Department of Internal Medicine, School of Medicine of Ribeirão Preto, University of São Paulo, Ribeirão Preto, São Paulo 14049-900, Brazil.
Horm Cancer. 2010 Aug;1(4):187-96. doi: 10.1007/s12672-010-0041-7.
Genes involved in formation/development of the adenohypophysis, CTNNB1 gene, and microRNAs might be implicated in the craniopharyngioma pathogenesis. The objective of this study is to perform the molecular analysis of HESX1, PROP1, POU1F1, and CTNNB1 genes and evaluate a panel of miRNA expression in craniopharyngioma. We also verified whether the presence of CTNNB1 mutation is associated with clinical findings and miRNA expression. The study included 16 patients with adamantinomatous craniopharyngioma (nine children and seven adults; eight females and eight males; 6-55 years, median 15.5 years). DNA, RNA, and cDNA were obtained from craniopharyngioma and normal pituitaries. DNA was also extracted from peripheral blood of healthy subjects. All genes were amplified by polymerase chain reaction and direct sequenced. Relative quantification of miRNA expression was calculated using the 2(-ΔΔCt) method. We found no mutations in HESX1, PROP1, and POU1F1 genes and four polymorphisms in PROP1 gene which were in Hardy-Weinberg equilibrium and had similar allelic frequencies in craniopharyngioma and controls. We found seven different mutations in CTNNB1 in eight of 16 patients. Younger patients presented more frequently CTNNB1 mutation than adults. We observed hyperexpression of miR-150 (1.7-fold); no different expression of miR-16-1, miR-21, and miR23a; and an underexpression of miR-141, let-7a, miR-16, miR-449, miR-145, miR-143, miR-23b, miR-15a, and miR-24-2 (ranging from -7.5 to -2.5-fold; p = 0.02) in craniopharyngioma.

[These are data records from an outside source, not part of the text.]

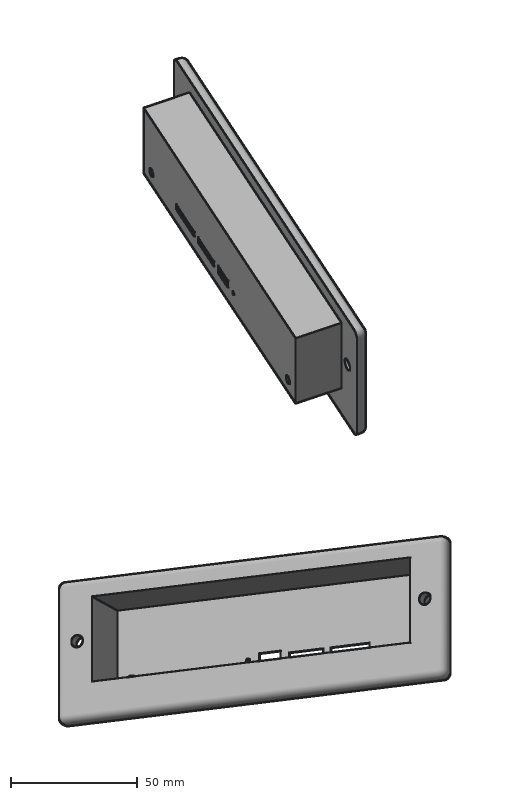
import cadquery as cq

plate_width = 169.6
plate_height = 58.3
plate_thickness = 5.0
corner_rounding = 3.0
front_rounding = 2.9

housing_width = 140.8
housing_height = 36.8
housing_depth = 20.0
housing_center_z = 3.9
wall = 1.0

mount_diameter = 5.0
mount_spacing = 151.6
mount_z = 3.7

screw_diameter = 3.5
screw_spacing = 126.5
screw_z = -7.6

opening_bottom_z = -7.0
openings = [
    (-31.9, 17.0, 2.5),
    (-12.7, 15.0, 2.5),
    (3.0, 9.3, 3.7),
]

indicator_diameter = 1.5
indicator_x = 12.5
indicator_z = -5.6


def box_along_y(width, height, center_x, center_z, y_start, y_end):
    """Block with a width x height section spanning y_start to y_end."""
    depth = y_end - y_start
    center = (center_x, y_start + depth / 2, center_z)
    return cq.Workplane("XY").box(width, depth, height).translate(center)


def drill(points, diameter):
    """Cylinders through the whole part along Y at the given (x, z) points."""
    return (
        cq.Workplane("XZ", origin=(0, plate_thickness, 0))
        .pushPoints(points)
        .circle(diameter / 2)
        .extrude(plate_thickness + housing_depth)
    )


def mirrored_points(spacing, z):
    return [(-spacing / 2, z), (spacing / 2, z)]


plate = box_along_y(plate_width, plate_height, 0, 0, 0, plate_thickness)
plate = plate.edges("|Y").fillet(corner_rounding)
plate = plate.faces(">Y").edges().fillet(front_rounding)

housing = box_along_y(housing_width, housing_height, 0, housing_center_z, -housing_depth, 0)
result = plate.union(housing)

cavity = box_along_y(
    housing_width - 2 * wall,
    housing_height - 2 * wall,
    0,
    housing_center_z,
    -housing_depth + wall,
    plate_thickness,
)
result = result.cut(cavity)

result = result.cut(drill(mirrored_points(mount_spacing, mount_z), mount_diameter))
result = result.cut(drill(mirrored_points(screw_spacing, screw_z), screw_diameter))
result = result.cut(drill([(indicator_x, indicator_z)], indicator_diameter))
for center_x, width, height in openings:
    center_z = opening_bottom_z + height / 2
    result = result.cut(
        box_along_y(width, height, center_x, center_z, -housing_depth, plate_thickness)
    )

There was no association between tumor size or the recurrence and the presence of CTNNB1mutations. miR-16 and miR-141 were underexpressed in craniopharyngioma presenting CTNNB1 mutations. miR-23a and miR24-2 were hyperexpressed in patients who underwent only one surgery. Mutations or polymorphisms in pituitary transcription factors are unlikely to contribute to the adamantinomatous craniopharyngioma pathogenesis, differently of CTNNB1 mutations. Our data suggest the potential involvement of the deregulation of miRNA expression in the craniopharyngioma pathogenesis and outcome and also that the miRNA could modulate the Wnt signaling pathway in craniopharyngioma tumorigenesis.
涉及腺垂体形成/发育的基因、CTNNB1 基因和 microRNAs 可能与颅咽管瘤的发病机制有关。本研究的目的是对 HESX1、PROP1、POU1F1 和 CTNNB1 基因进行分子分析,并评估颅咽管瘤中一组 microRNA 的表达。我们还验证了 CTNNB1 突变的存在是否与临床发现和 microRNA 表达相关。本研究纳入了 16 例造釉细胞瘤(9 例儿童和 7 例成人;8 例女性和 8 例男性;6-55 岁,中位年龄 15.5 岁)。从颅咽管瘤和正常垂体中提取 DNA、RNA 和 cDNA。还从健康受试者的外周血中提取 DNA。所有基因均通过聚合酶链反应扩增并直接测序。使用 2(-ΔΔCt)方法计算 microRNA 表达的相对定量。我们未发现 HESX1、PROP1 和 POU1F1 基因的突变,以及 PROP1 基因的四个多态性,这些多态性在颅咽管瘤和对照中均处于 Hardy-Weinberg 平衡状态,且等位基因频率相似。我们在 16 例患者中的 8 例中发现了 CTNNB1 的 7 种不同突变。年轻患者比成年患者更常出现 CTNNB1 突变。我们观察到 miR-150 的过度表达(1.7 倍);miR-16-1、miR-21 和 miR23a 的表达无差异;miR-141、let-7a、miR-16、miR-449、miR-145、miR-143、miR-23b、miR-15a 和 miR-24-2 的表达下调(范围从 -7.5 到 -2.5 倍;p=0.02)在颅咽管瘤中。肿瘤大小或复发与 CTNNB1 突变之间无相关性。miR-16 和 miR-141 在存在 CTNNB1 突变的颅咽管瘤中表达下调。miR-23a 和 miR24-2 在仅接受一次手术的患者中过度表达。垂体转录因子的突变或多态性不太可能导致造釉细胞瘤的发病机制,而 CTNNB1 突变则不同。我们的数据表明,microRNA 表达的失调可能参与了颅咽管瘤的发病机制和结果,并且 microRNA 可能调节颅咽管瘤肿瘤发生中的 Wnt 信号通路。